Reported Outages

Provisioning failures for CHI@TACC

Resolved Posted by Cody Hammock on June 29, 2022
Outage start Tuesday, June 28, 2022 12 p.m.
Expected end Wednesday, June 29, 2022 4:15 p.m.

We discovered an issue preventing DHCP from working when provisioning nodes, this has now been resolved.
If you saw error messages like:

Exceeded maximum number of retries. Failed to provision instance <uuid>: Timeout reached while waiting for callback for node <uuid>

or that the instance simply failed to start after a long while at TACC during this time, please try again, as this may have been the cause.

Out-of-band switch maintenance at UC

Resolved Posted by Michael Sherman on June 29, 2022
Outage start Thursday, June 30, 2022 10 a.m.
Expected end Thursday, June 30, 2022 10 a.m.

Between 10AM and 11 AM Central Time, there will be brief interruptions of the out-of-band network for certain racks at UC.

Users may notice failures to power instances on/off, or to deploy new instances. Running instances are unaffected.

User Portal Maintenance

Resolved Posted by Adam Cooper on June 27, 2022
Outage start Tuesday, June 28, 2022 11 a.m.
Expected end Tuesday, June 28, 2022 11:30 a.m.

Scheduled TLS Certificate Maintenance

storage system interruption at UC

Resolved Posted by Michael Sherman on June 13, 2022
Outage start Monday, June 13, 2022 3:08 p.m.
Expected end Wednesday, June 15, 2022 2:13 p.m.

Update: 06/15/2022:

Provisioning of new instances at UC is now functional with all the Chameleon supported images available. 

Unfortunately, we were not able to restore all of the images. We are still in the process of restoring some of them and will be contacting users whose images have not been possible to restore and working with them through available options. If you don’t find the image you are looking for, please reach out to help desk.

CHI@TACC Upgrade June 21, 2022

Resolved Posted by Cody Hammock on June 09, 2022
Outage start Tuesday, June 21, 2022 8 a.m.
Expected end Wednesday, June 22, 2022 7:47 p.m.

RESOLVED: The upgrade is complete! All services are operating normally.

On June 21st, Chameleon services at TACC will be unavailable to permit an OpenStack version upgrade. During this time, the CHI@TACC dashboard and API will be unavailable.

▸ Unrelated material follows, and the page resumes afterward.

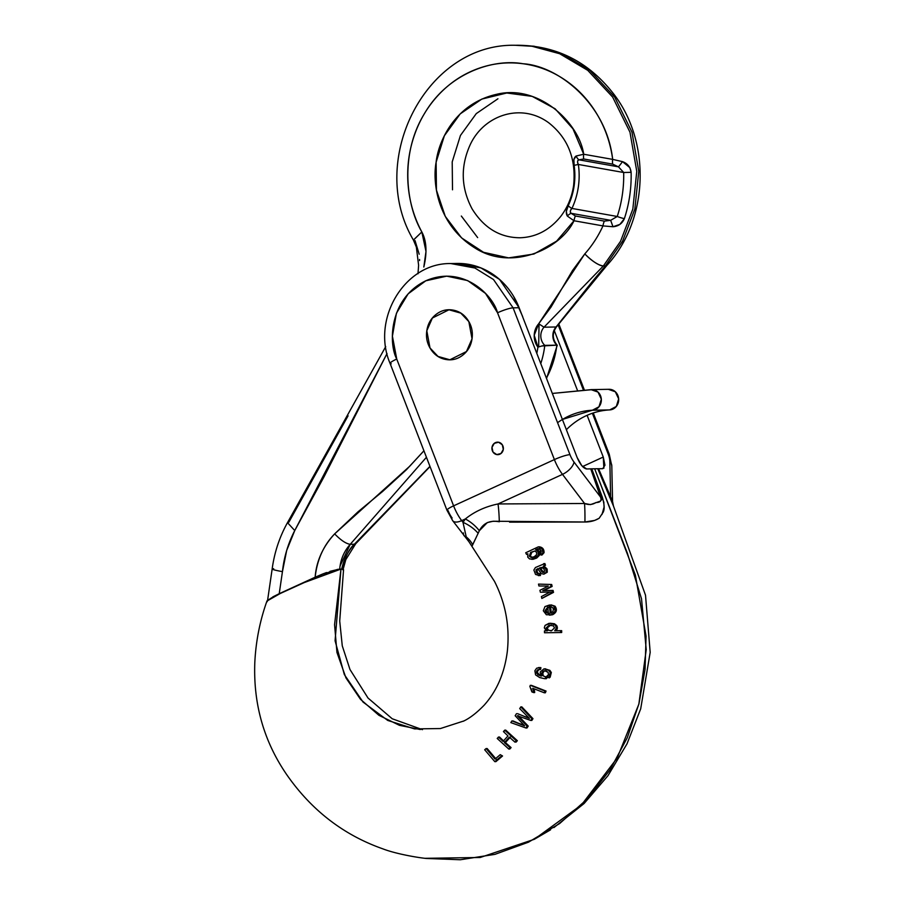 <?xml version="1.0" encoding="UTF-8"?>
<svg xmlns="http://www.w3.org/2000/svg" width="905" height="905" viewBox="0 0 905 905"><rect width="100%" height="100%" fill="white"/><g stroke="black" fill="none" stroke-linecap="round" stroke-linejoin="round"><path stroke-width="1.36" d="M491.992 447.409A6.256 5.724 88.9 0 1 497.75 442.16A6.256 5.724 88.9 0 1 503.304 449.412A6.256 5.724 88.9 0 1 497.546 454.661A6.256 5.724 88.9 0 1 491.992 447.409L493.01 452.07L496.755 454.582L501.008 453.484L503.304 449.412L502.286 444.762L498.553 442.24L494.288 443.337L491.992 447.409A6.256 5.724 88.9 0 1 497.75 442.16A6.256 5.724 88.9 0 1 503.304 449.412A6.256 5.724 88.9 0 1 497.546 454.661A6.256 5.724 88.9 0 1 491.992 447.409L494.288 443.337L498.553 442.24L502.286 444.762L503.304 449.412L501.008 453.484L496.755 454.582L493.01 452.07L491.992 447.409M463.869 720.957L440.407 728.548L414.581 728.91L387.736 720.437L363.041 702.065L344.341 674.576L335.076 640.763L340.97 569.064L302.044 583.386L281.331 592.888L266.941 601.067C259.927 620.706 255.877 641.159 254.814 662.426C253.23 703.807 263.796 741.105 286.5 774.329C311.263 810.088 343.368 834.93 382.826 848.845C395.361 853.709 416.526 857.465 426.142 858.449L460.306 859.75L494.899 854.365L528.486 842.182L559.675 823.516L587.153 799.092L609.925 770.042L627.267 737.745L638.964 703.694L645.061 669.406L646.068 636.147L635.367 575.094L594.675 468.813L591.757 468.824L603.816 502.196L604.065 507.151L601.983 514.493M599.053 518.316L594.608 520.443L584.924 522.004L509.594 522.151M609.28 454.367A12.5 1.867 158.8 0 0 609.269 454.287A12.5 1.867 158.8 0 0 608.149 453.959L592.379 413.257L608.149 453.959A12.5 4.661 -114.7 0 1 609.846 461.392L610.604 496.777L598.59 468.745L602.707 468.666L591.757 468.824L602.278 497.083C604.664 505.081 604.778 510.42 602.594 513.101L599.201 518.214C594.992 520.771 590.23 522.027 584.924 522.004L493.146 521.235L487.286 522.592L479.345 530.749L472.025 546.224M545.806 589.641L552.129 586.429L545.806 589.641M553.057 590.411L553.521 592.379L541.857 598.454L553.521 592.379L552.446 592.402L553.521 592.379L553.057 590.411L542.774 590.626L552.129 586.429L551.055 586.451L550.613 584.506L551.688 584.494L552.129 586.429L551.688 584.494L538.509 584.098L551.688 584.494L538.509 584.098L538.928 585.976L548.226 586.089L539.923 590.32L540.376 592.221L549.867 592.051L541.405 596.587L541.857 598.454L552.446 592.402L551.982 590.433L553.057 590.411M550.941 592.028L548.509 592.108L550.941 592.028M550.036 623.319L554.46 623.771L556.632 625.491L557.356 628.308L555.76 630.74L561.666 630.661L561.677 632.516L560.602 632.538L561.677 632.516L561.666 630.661L554.686 630.751C556.485 629.258 556.779 627.504 555.557 625.502L556.632 625.491C557.853 627.493 557.559 629.235 555.76 630.74L554.686 630.751L556.281 628.342L555.557 625.502L553.396 623.794L556.632 625.491L550.161 623.24L545.07 625.4L544.301 627.821L546.337 630.864L544.482 630.898L547.412 630.853L544.482 630.898L544.493 632.753L560.602 632.538L560.591 630.672L560.602 632.538L544.493 632.753L544.482 630.898L546.337 630.864M538.385 667.619L540.896 667.641L540.568 669.462L538.814 669.723L537.57 671.284L537.615 672.992L540.839 675.662M544.991 668.863L549.878 670.356L551.315 672.494L550.172 677.155L551.315 672.494L549.878 670.356L544.991 668.863M517.502 713.638L529.414 718.4L519.708 708.604L520.794 706.907L531.902 718.683L530.76 720.448L517.309 715.731L519.64 717.156L518.339 715.719L528.215 726.082L527.015 727.971L525.941 727.993L527.015 727.971L528.215 726.082L527.14 726.093L518.599 717.167L519.64 717.156L528.215 726.082L527.14 726.093L517.309 715.731L530.76 720.448L531.835 720.425L530.76 720.448L531.902 718.683L532.966 718.661L531.835 720.425L532.966 718.661L531.902 718.683L520.794 706.907L521.823 706.884L532.966 718.661L521.823 706.884L520.794 706.907L519.708 708.604L529.414 718.4L524.04 716.33L528.599 717.62M494.073 756.784L487.139 748.525L486.121 748.548L495.035 759.08L500.261 754.668L502.547 755.992L495.895 761.637L494.809 761.648L495.895 761.637L502.547 755.992L500.261 754.668L502.547 755.992L500.261 754.668L495.035 759.08L486.121 748.548L487.139 748.525L496.11 759.069M510.363 737.111L505.409 742.586L511.087 747.598L509.809 749.012L508.734 749.035L511.087 747.598L510.013 747.609L504.345 742.609L505.409 742.586L511.087 747.598L510.013 747.609L504.345 742.609L509.3 737.134L514.968 742.145L517.343 740.697L516.042 742.123L517.343 740.697L516.269 740.72L504.719 730.154L505.737 730.131L517.343 740.697L505.737 730.131L503.429 731.579L507.977 735.935L503.033 741.41L498.497 737.043L499.515 737.032L504.085 741.387L499.515 737.032L497.218 738.469L508.734 749.035L510.013 747.609L508.734 749.035L497.218 738.469L498.497 737.043L503.033 741.41L507.977 735.935L503.429 731.579L504.719 730.154L516.269 740.72L514.968 742.145L509.3 737.134L504.345 742.609L505.409 742.586L510.363 737.111M534.425 690.402L533.373 690.425L532.774 688.309L544.312 692.8L544.98 691.081L531.326 685.311L546.043 691.058L545.387 692.778L544.312 692.8L545.387 692.778L546.043 691.058L530.307 685.323L529.878 686.431L531.891 691.906L534.674 692.563L533.611 692.585L533.373 690.425L534.425 690.402L534.674 692.563M546.36 614.755L543.317 610.773L544.968 606.576L550.398 605.038L549.324 605.06L550.206 613.171L552.763 611.814L553.43 609.382L552.74 607.685L550.998 606.735L551.122 604.879L550.998 606.735L552.74 607.685L553.43 609.382L552.763 611.814L550.206 613.171L549.324 605.06L544.968 606.576L543.317 610.773L546.36 614.755L551.552 614.744L555.138 611.18L553.962 606.214L551.122 604.879L555.037 606.192C557.423 609.676 556.609 612.515 552.616 614.721L551.552 614.744C555.546 612.538 556.349 609.699 553.962 606.214L551.122 604.879L555.037 606.192L556.213 611.147L552.616 614.721L549.459 615.162M550.398 605.038L551.281 613.16L550.398 605.038M546.19 572.254L544.075 574.042L547.265 572.231L546.19 572.254L545.828 568.759L543.238 566.372L545.489 565.252L544.867 563.532L535.421 567.514L533.882 570.06L535.421 567.514L544.867 563.532L545.489 565.252L543.238 566.372L544.312 566.349L546.914 568.759L547.265 572.231L543.735 574.2M537.084 569.822L536.009 569.845L537.74 568.657L541.337 573.747L544.075 574.042L541.337 573.747L537.74 568.657L536.009 569.845L538.814 568.645L537.084 569.822L537.197 571.926L538.283 573.453L540.127 573.668L540.455 575.512L540.127 573.668L539.052 573.691L540.127 573.668M531.586 559.301L538.237 555.455L538.43 551.903L535.658 549.708L537.819 548.735C539.912 548.622 541.032 549.765 541.179 552.174L540.421 553.238L540.941 555.014L542.977 552.706L541.937 548.724L538.328 546.858L539.595 546.835L543.011 548.702L544.052 552.684L542.016 554.991L540.941 555.014L542.016 554.991L544.052 552.684L542.977 552.706C543.057 549.278 541.507 547.333 538.328 546.858L525.715 552.763L526.529 554.392L527.864 553.713L527.739 557.141L529.504 558.894L533.215 559.256L532.14 559.267L538.237 555.455L538.192 551.439L535.658 549.708L539.493 551.88L539.323 555.432L533.215 559.256L536.71 558.034L539.323 555.432C540.421 552.57 539.55 550.647 536.733 549.686L539.504 548.634M468.688 541.45L466.233 536.891L462.987 522.343L461.686 520.635L465.34 518.961L462.987 522.343L461.686 520.635L465.34 518.961C474.503 511.574 485.408 506.574 498.044 503.949L562.491 474.367L584.551 503.485L498.044 503.949L562.491 474.367A25.001 9.333 -114.7 0 1 554.392 459.593L497.535 312.779L485.533 293.446L467.681 280.584L446.708 276.138L425.791 280.799L408.132 293.842L396.413 313.288L392.408 336.185L396.741 359.036L453.597 505.85L554.392 459.593L453.597 505.85A25.001 9.333 65.3 0 0 461.686 520.635A25.001 9.333 -114.7 0 1 453.597 505.85L396.741 359.036C388.471 343.843 388.777 298.673 425.791 280.799C463.394 264.43 493.316 295.731 497.535 312.779L554.392 459.593A25.001 9.333 65.3 0 0 562.491 474.367L584.551 503.485L590.501 504.605L600.366 501.132L601.587 499.73L600.467 496.958L574.008 462.048A12.5 4.661 -114.7 0 1 569.958 454.661L513.101 307.847L519.131 307.734L499.537 279.419L480.94 267.914L456.855 263.446L450.837 263.559L474.91 268.027L493.508 279.532L513.101 307.847L519.131 307.734L577.141 457.511L581.768 465.645L586.632 468.96L590.761 468.892L600.467 496.958L574.008 462.048A12.5 5.928 142.8 0 1 562.491 474.367A12.5 5.928 -37.2 0 0 574.008 462.048A12.5 4.661 -114.7 0 1 569.958 454.661A12.5 1.867 158.8 0 0 554.392 459.593A12.5 1.867 -21.2 0 1 569.958 454.661L513.101 307.847A12.5 1.867 158.8 0 0 497.535 312.779A12.5 1.867 -21.2 0 1 513.101 307.847L493.508 279.532L474.91 268.027L450.837 263.559C404.637 262.62 370.982 319.307 390.1 363.459L446.968 510.273A12.5 1.867 -21.2 0 1 453.597 505.85A12.5 1.867 158.8 0 0 446.968 510.273A12.5 1.867 158.8 0 0 447.002 510.352M472.037 338.798L466.46 351.536L449.887 359.783L438.043 356.446L429.999 347.961L426.809 330.766L432.375 318.028L448.959 309.781L460.803 313.13L468.835 321.603L472.037 338.798C471.041 345.608 467.987 351.038 462.862 355.065C457.749 359.104 452.07 360.575 445.826 359.466C439.581 358.357 434.604 354.998 430.882 349.398C427.171 343.798 425.814 337.588 426.809 330.766C427.805 323.956 430.859 318.526 435.984 314.499C441.097 310.46 446.776 309.001 453.02 310.098C459.265 311.207 464.242 314.567 467.953 320.166C471.663 325.766 473.021 331.977 472.037 338.798L466.46 351.536L449.887 359.783L438.043 356.446L429.999 347.961L426.809 330.766L432.375 318.028L448.959 309.781L460.803 313.13L468.835 321.603L472.037 338.798C473.021 331.977 471.663 325.766 467.953 320.166C464.242 314.567 459.265 311.207 453.02 310.098C446.776 309.001 441.097 310.46 435.984 314.499C430.859 318.526 427.805 323.956 426.809 330.766C425.814 337.588 427.171 343.798 430.882 349.398C434.604 354.998 439.581 358.357 445.826 359.466C452.07 360.575 457.749 359.104 462.862 355.065C467.987 351.038 471.041 345.608 472.037 338.798M448.077 510.601A12.5 4.661 65.3 0 0 452.127 517.988M274.147 596.225L267.213 600.615L267.213 601.701M337.769 569.324L320.393 574.992M420.305 729.532L399.444 725.324L378.923 715.312L360.484 699.305L345.948 677.89L336.943 652.392L334.567 624.733L340.97 569.064L343.561 569.686L339.714 621.034L342.271 645.842L349.986 669.519L368.018 698.027L392.216 718.762L422.465 729.656M343.244 570.308L343.255 569.222M391.22 363.787A12.5 1.867 -21.2 0 1 390.1 363.437A12.5 1.867 -21.2 0 1 396.741 359.036A12.5 1.867 158.8 0 0 390.1 363.437M464.095 535.726A12.5 5.928 -37.2 0 0 466.233 536.891A12.5 5.928 142.8 0 1 464.095 535.726A12.5 5.928 142.8 0 1 463.462 532.932M452.557 520.477A12.5 5.928 -37.2 0 0 452.704 520.703A12.5 5.928 -37.2 0 0 461.686 520.635A12.5 5.928 142.8 0 1 452.76 520.771M499.3 521.766C490.012 520.036 483.361 523.033 479.345 530.749A25.001 13.643 38.2 0 0 465.34 518.961C474.503 511.574 485.408 506.574 498.044 503.949A25.001 3.134 -92.2 0 1 499.3 521.766A25.001 3.134 87.8 0 0 498.044 503.949L584.551 503.485A25.001 2.364 -89.8 0 1 584.924 522.004A25.001 2.364 90.2 0 0 584.551 503.485C588.635 505.092 592.436 504.786 595.954 502.535C600.434 502.501 601.938 500.646 600.467 496.958A25.001 5.441 160.5 0 0 602.278 497.083A25.001 5.441 -19.5 0 1 600.467 496.958L590.761 468.892L591.757 468.824L586.632 468.96C583.318 468.326 580.15 464.514 577.141 457.511L519.131 307.734C515.714 298.899 510.873 291.105 504.617 284.362C498.361 277.62 491.166 272.439 483.032 268.808C474.899 265.176 466.448 263.389 457.67 263.434L456.674 263.446M465.34 518.961A25.001 13.643 -141.8 0 1 479.345 530.749L478.145 533.305A25.001 14.231 31.3 0 0 462.987 522.343L465.34 518.961M468.688 541.439L466.233 536.891A25.001 23.292 -158.5 0 1 472.682 544.674A25.001 23.292 21.5 0 0 466.233 536.891L462.987 522.343A25.001 14.231 -148.7 0 1 478.145 533.305L472.682 544.674M558.181 324.929L583.521 390.383L558.181 324.929M602.707 468.666L604.959 465.215L603.262 457.036L587.107 415.316L603.262 457.036L603.884 468.213M577.673 390.96L554.256 330.495L577.673 390.96M425.135 858.313L480.204 857.488L534.278 839.308L581.519 804.873L617.244 757.949L638.851 704.158L646.227 649.632L641.521 598.759L627.357 553.204L594.675 468.813L597.753 468.722L613.443 505.986L645.514 595.207L650.186 652.369L640.695 708.83L627.029 743.797L607.99 775.676L584.11 803.504L553.917 827.577M611.803 466.064A12.5 8.79 178.8 0 0 609.846 461.392L610.604 496.777L612.323 500.906M593.261 412.963L609.269 454.287A12.5 1.867 -21.2 0 0 608.149 453.959A12.5 4.661 -114.7 0 1 609.846 461.392A12.5 8.79 -1.2 0 1 611.803 465.996L609.257 454.287M582.571 466.55L603.262 457.036M612.561 501.506L613.454 506.008L597.753 468.722L598.59 468.745L610.604 496.777A25.001 2.002 -22.8 0 1 609.45 496.947A25.001 2.002 157.2 0 0 610.604 496.777L612.561 501.449M486.121 748.548L484.684 749.77L494.809 761.648L501.472 756.014L494.809 761.648L484.684 749.77L486.121 748.548M512.909 720.889L524.629 725.867L515.171 715.731L516.484 713.66L515.171 715.731L524.629 725.867L511.891 720.912L523.984 725.21M511.891 720.912L510.827 722.609L525.941 727.993L527.14 726.093L525.941 727.993L510.827 722.609L511.891 720.912M531.178 688.716L531.891 691.906L533.611 692.585L532.774 688.309L544.312 692.8L544.98 691.081L530.307 685.323L529.878 686.431M544.618 670.696L548.136 672.358L548.464 674.711L546.009 676.985L542.072 675.424L543.136 675.402L542.072 675.424L541.778 673.003L542.842 672.981L541.778 673.003L543.26 671.035M546.009 676.985L542.072 675.424L541.778 673.003L543.238 671.046L545.907 670.876L548.136 672.358L548.464 674.711L547.604 676.205L545.274 677.076L546.337 677.053M540.568 669.462L539.504 669.485L540.568 669.462L540.896 667.641L539.832 667.652L539.504 669.485L537.762 669.734L538.814 669.723L537.762 669.734L536.518 671.306L537.57 671.284L536.518 671.306L536.563 673.015L537.615 672.992L536.563 673.015L537.966 674.745L541.258 676.159L540.161 672.076L543.928 668.885L545.613 668.818M548.803 670.379L549.878 670.356L548.803 670.379L550.24 672.517L551.315 672.494L550.24 672.517L548.803 670.379L543.928 668.885L548.803 670.379M549.188 677.936L550.172 677.155M549.527 676.668L544.539 678.671L549.12 677.155L550.24 672.517M539.708 677.574L535.579 674.87L534.878 670.741L535.579 674.87L539.708 677.574L544.539 678.671M543.928 668.885L540.161 672.076L541.258 676.159L537.966 674.745L536.563 673.015L536.518 671.306L537.762 669.734L539.504 669.485L539.832 667.652L536.642 668.195L534.878 670.741M544.312 671.024L542.842 672.981L543.136 675.402M549.154 625.174L553.464 625.898L554.494 627.934L551.53 630.728L547.231 629.982L546.111 627.968L549.154 625.174L553.464 625.898L554.494 627.934L551.53 630.728L547.231 629.982L548.306 629.959L547.231 629.982L546.111 627.968L547.186 627.946L546.111 627.968L549.154 625.174L551.258 625.072M550.738 625.095L547.186 627.946L548.306 629.959M550.161 623.24L554.46 623.771L548.962 623.341L545.07 625.4M551.53 630.728L550.489 630.808L551.564 630.796M545.115 610.558L546.179 610.536L545.115 610.558L547.717 607.108L548.407 613.398L546.168 612.662L545.115 610.558L547.717 607.108L548.407 613.398L546.168 612.662L547.231 612.64L546.168 612.662L545.115 610.558M546.179 610.536L548.792 607.085L546.179 610.536L547.231 612.64M552.446 592.402L551.982 590.433L542.774 590.626L551.055 586.451L550.613 584.506L538.509 584.098L538.928 585.976L548.226 586.089L539.923 590.32L540.376 592.221L549.867 592.051L541.405 596.587L541.857 598.454L552.446 592.402M540.5 567.978L542.762 567.435L540.014 567.786L543.226 568.136L544.29 569.709L544.425 571.372L542.695 572.356L543.396 572.345L541.925 571.881L543 571.87L541.925 571.881L539.425 568.001L541.088 567.763L539.425 568.001L540.5 567.978L542.129 570.512L541.054 570.535L542.129 570.512L543.769 572.333L542.129 570.512M541.428 567.446L543.226 568.136L544.29 569.709L544.425 571.372L542.695 572.356L544.131 572.379M544.075 574.042L547.265 572.231L547.163 569.302M545.489 565.252L544.414 565.263L543.792 563.555L544.414 565.263L543.238 566.372L546.077 569.302M539.38 575.523L535.545 574.426L539.38 575.523L539.052 573.691L537.208 573.476L536.122 571.949L536.009 569.845L537.208 573.476L539.052 573.691L539.38 575.523L540.455 575.512L538.373 575.625L540.455 575.512M533.882 570.06L535.545 574.426M541.054 570.535L539.425 568.001L541.688 567.458M531.823 557.491L529.289 556.156L530.364 556.145L529.289 556.156L530.692 552.344L534.844 551.032L536.631 552.367L536.642 554.607L534.244 556.745L531.099 557.446L529.289 556.156L530.692 552.344L534.844 551.032L536.631 552.367L536.642 554.607L534.244 556.745M534.731 551.009L531.778 552.31L530.364 556.145L532.298 557.446M539.391 546.846C542.581 547.31 544.131 549.256 544.052 552.684L542.977 552.706L540.941 555.014L540.319 549.595L537.819 548.735M538.328 546.858L525.715 552.763L526.529 554.392L527.864 553.713L527.739 557.141M608.364 389.331L615.343 391.763L618.658 398.901L616.305 406.469L609.71 409.908A75.013 68.69 -91.1 0 0 566.372 429.705M557.582 422.68A75.013 68.69 88.9 0 1 592.379 410.225L609.71 409.908A10.317 9.446 -91.1 0 0 618.681 399.32A10.317 9.446 -91.1 0 0 609.122 389.297M592.402 389.625L552.333 393.449L591.033 389.648A10.317 9.446 88.9 0 1 591.78 389.614A10.317 9.446 88.9 0 1 601.35 399.637A10.317 9.446 88.9 0 1 592.379 410.225L609.71 409.908M562.401 419.456L592.379 410.225L598.974 406.786L601.327 399.218L598.013 392.08L591.033 389.648M452.511 189.801L452.206 161.882L460.441 135.467L476.279 113.6L497.92 98.781M477.659 237.608L461.335 216.046M413.427 240.029L421.832 231.952L425.995 251.454L423.823 267.02C427.239 252.495 426.572 240.809 421.832 231.952C414.06 217.438 409.49 201.804 408.121 185.061C406.752 168.33 408.709 152.085 414.015 136.327C419.309 120.58 427.432 106.824 438.382 95.059C449.333 83.305 462.059 74.663 476.573 69.142C491.087 63.622 505.997 61.755 521.303 63.531C536.597 65.307 550.84 70.556 564.007 79.289C577.175 88.023 588.012 99.392 596.531 113.419C605.049 127.435 610.434 142.752 612.674 159.382L583.702 154.246L576.123 156.011C573.861 157.572 573.193 160.683 574.132 165.344A66.506 60.907 88.9 0 1 568.25 205.673C566.01 209.915 565.716 213.388 567.356 216.091L566.326 211.487L568.25 205.673A66.506 60.907 -91.1 0 0 574.098 186.023A20.001 1.425 -171.7 0 1 573.6 185.638A20.001 1.425 8.3 0 0 574.098 186.023A66.506 60.907 -91.1 0 0 574.132 165.344L573.906 159.484L576.123 156.011L583.702 154.246C579.291 123.137 538.837 83.758 496.449 94.346C454.808 103.781 438.348 141.485 436.12 162.176C432.352 182.595 437.262 224.089 474.107 247.45C511.348 272.156 560.964 248.773 573.996 220.752L567.356 216.091A7.5 4.944 -28.8 0 1 571.112 213.309L575.399 215.99L604.37 221.125L610.66 220.322L571.112 213.309C569.799 212.245 570.071 210.627 571.949 208.433L617.255 216.476A121.18 110.964 -91.1 0 0 623.669 172.504L578.363 164.461A72.513 66.393 88.9 0 1 571.949 208.433L617.255 216.476A7.5 1.075 18.1 0 0 624.371 218.648L619.88 224.406L612.99 226.748L602.968 225.899A112.514 103.023 88.9 0 1 584.8 253.898L572.503 270.55L551.009 307.1L538.713 323.752L534.222 335.257L537.921 347.124A80.059 73.305 88.9 0 1 536.801 353.346A80.059 73.305 88.9 0 0 537.921 347.124L541.823 345.993L537.921 347.124A17.5 16.03 -91.1 0 1 538.713 323.752L544.018 327.203L603.352 265.98L605.366 265.946A17.5 4.989 41.6 0 0 606.972 265.301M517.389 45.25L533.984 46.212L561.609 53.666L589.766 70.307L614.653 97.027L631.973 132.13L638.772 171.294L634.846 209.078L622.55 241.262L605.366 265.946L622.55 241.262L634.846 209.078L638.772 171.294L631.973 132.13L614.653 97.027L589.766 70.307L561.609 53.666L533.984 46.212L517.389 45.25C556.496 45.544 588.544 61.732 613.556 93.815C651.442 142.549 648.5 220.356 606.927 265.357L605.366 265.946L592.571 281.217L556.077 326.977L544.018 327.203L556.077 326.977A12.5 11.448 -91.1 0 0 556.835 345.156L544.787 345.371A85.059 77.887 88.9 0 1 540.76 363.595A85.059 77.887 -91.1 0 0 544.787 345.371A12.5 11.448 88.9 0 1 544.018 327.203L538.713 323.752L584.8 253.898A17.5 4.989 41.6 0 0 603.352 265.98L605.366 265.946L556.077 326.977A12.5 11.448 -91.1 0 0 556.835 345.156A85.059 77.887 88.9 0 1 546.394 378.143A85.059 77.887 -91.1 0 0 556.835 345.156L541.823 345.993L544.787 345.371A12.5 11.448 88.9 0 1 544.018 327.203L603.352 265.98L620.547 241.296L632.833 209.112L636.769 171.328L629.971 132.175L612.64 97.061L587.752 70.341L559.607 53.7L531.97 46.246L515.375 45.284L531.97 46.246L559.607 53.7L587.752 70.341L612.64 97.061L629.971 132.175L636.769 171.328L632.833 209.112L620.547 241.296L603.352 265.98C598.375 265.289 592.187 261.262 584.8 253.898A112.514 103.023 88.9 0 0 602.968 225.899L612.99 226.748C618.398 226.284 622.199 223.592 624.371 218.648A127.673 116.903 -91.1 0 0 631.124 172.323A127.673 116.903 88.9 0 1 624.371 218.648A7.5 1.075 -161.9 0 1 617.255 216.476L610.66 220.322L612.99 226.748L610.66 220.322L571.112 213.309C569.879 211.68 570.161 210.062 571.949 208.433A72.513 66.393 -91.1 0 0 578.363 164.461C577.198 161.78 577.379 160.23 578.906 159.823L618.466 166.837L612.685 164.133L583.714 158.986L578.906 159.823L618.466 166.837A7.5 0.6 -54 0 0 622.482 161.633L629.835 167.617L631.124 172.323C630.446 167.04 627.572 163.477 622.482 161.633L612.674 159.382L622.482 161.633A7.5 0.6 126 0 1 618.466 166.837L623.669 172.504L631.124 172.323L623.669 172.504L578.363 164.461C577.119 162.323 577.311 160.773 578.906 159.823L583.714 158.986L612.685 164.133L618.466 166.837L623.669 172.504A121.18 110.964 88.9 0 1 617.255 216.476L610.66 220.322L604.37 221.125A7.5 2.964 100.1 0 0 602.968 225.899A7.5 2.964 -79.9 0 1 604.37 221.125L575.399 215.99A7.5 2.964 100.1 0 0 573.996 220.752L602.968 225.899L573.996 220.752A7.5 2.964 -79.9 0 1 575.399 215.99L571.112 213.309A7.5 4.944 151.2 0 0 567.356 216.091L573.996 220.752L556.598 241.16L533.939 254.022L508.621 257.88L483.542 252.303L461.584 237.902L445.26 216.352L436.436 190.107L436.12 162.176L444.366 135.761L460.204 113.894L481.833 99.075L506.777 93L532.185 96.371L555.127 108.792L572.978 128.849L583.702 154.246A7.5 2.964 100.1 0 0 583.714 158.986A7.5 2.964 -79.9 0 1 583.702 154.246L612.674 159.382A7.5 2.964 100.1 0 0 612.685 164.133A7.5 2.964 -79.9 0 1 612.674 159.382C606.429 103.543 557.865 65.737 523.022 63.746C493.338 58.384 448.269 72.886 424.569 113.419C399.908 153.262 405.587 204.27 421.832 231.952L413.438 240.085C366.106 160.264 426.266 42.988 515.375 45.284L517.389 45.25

Network access to running instances will also be interrupted, but instances will continue to run and will become available again after the upgrade. KVM@TACC will not be impacted.

TACC Network Maintenance Sunday June 26th 2022

Resolved Posted by Cody Hammock on June 08, 2022
Outage start Sunday, June 26, 2022 10 a.m.
Expected end Sunday, June 26, 2022 4 p.m.

UPDATE: The Network Maintenance scheduled for Sunday, June 26th, 2022 has been suspended. 
 

Network maintenance will be carried out between 10:00 AM and 4:00 PM (CST) on Sunday, June 26th. Access to all TACC systems will be unavailable during this time, including CHI@TACC, KVM@TACC, and the Chameleon Portal. Instances will continue to run, but users will have no access to TACC services and systems until the upgrade is complete.

Please submit any questions you may have via the TACC User Portal.

CHI@NU Public network down

Resolved Posted by Michael Sherman on June 02, 2022
Outage start Wednesday, June 01, 2022 9 p.m.
Expected end Thursday, June 02, 2022 4:36 p.m.

Update: 4:36 PM. NU has restored network connectivity, and the site is back up.


The network providing access to CHI@NU has gone down, preventing access to the site. The web UI and all instances are inaccessible.

Site staff are investigating, and we'll update here with a timeline for resolution.

Baremetal Provisioning Outage for CHI@TACC

Resolved Posted by Cody Hammock on June 01, 2022
Outage start Wednesday, June 01, 2022 8 a.m.
Expected end Friday, June 03, 2022 2:22 p.m.

Resolved: The system is now operating normally. Thank you for your patience.

CHI@TACC is currently experiencing an outage in provisioning baremetal nodes. This does not affect currently running instances, but prevents the launch of new ones. The team is working to resolve the issue.

Upcoming Maintenance window at UC

Resolved Posted by Michael Sherman on May 25, 2022
Outage start Monday, June 06, 2022 8 a.m.
Expected end Tuesday, June 07, 2022 6 p.m.

Update 5:30 pm: Issues are resolved, all nodes are usable again.


Update 4pm June 7th: Provisioning of baremetal nodes is restored. We're seeing failures to create leases for P2 nodes (types compute_skylake, gpu_rtx_6000), but reservation of P3 nodes is succeeding.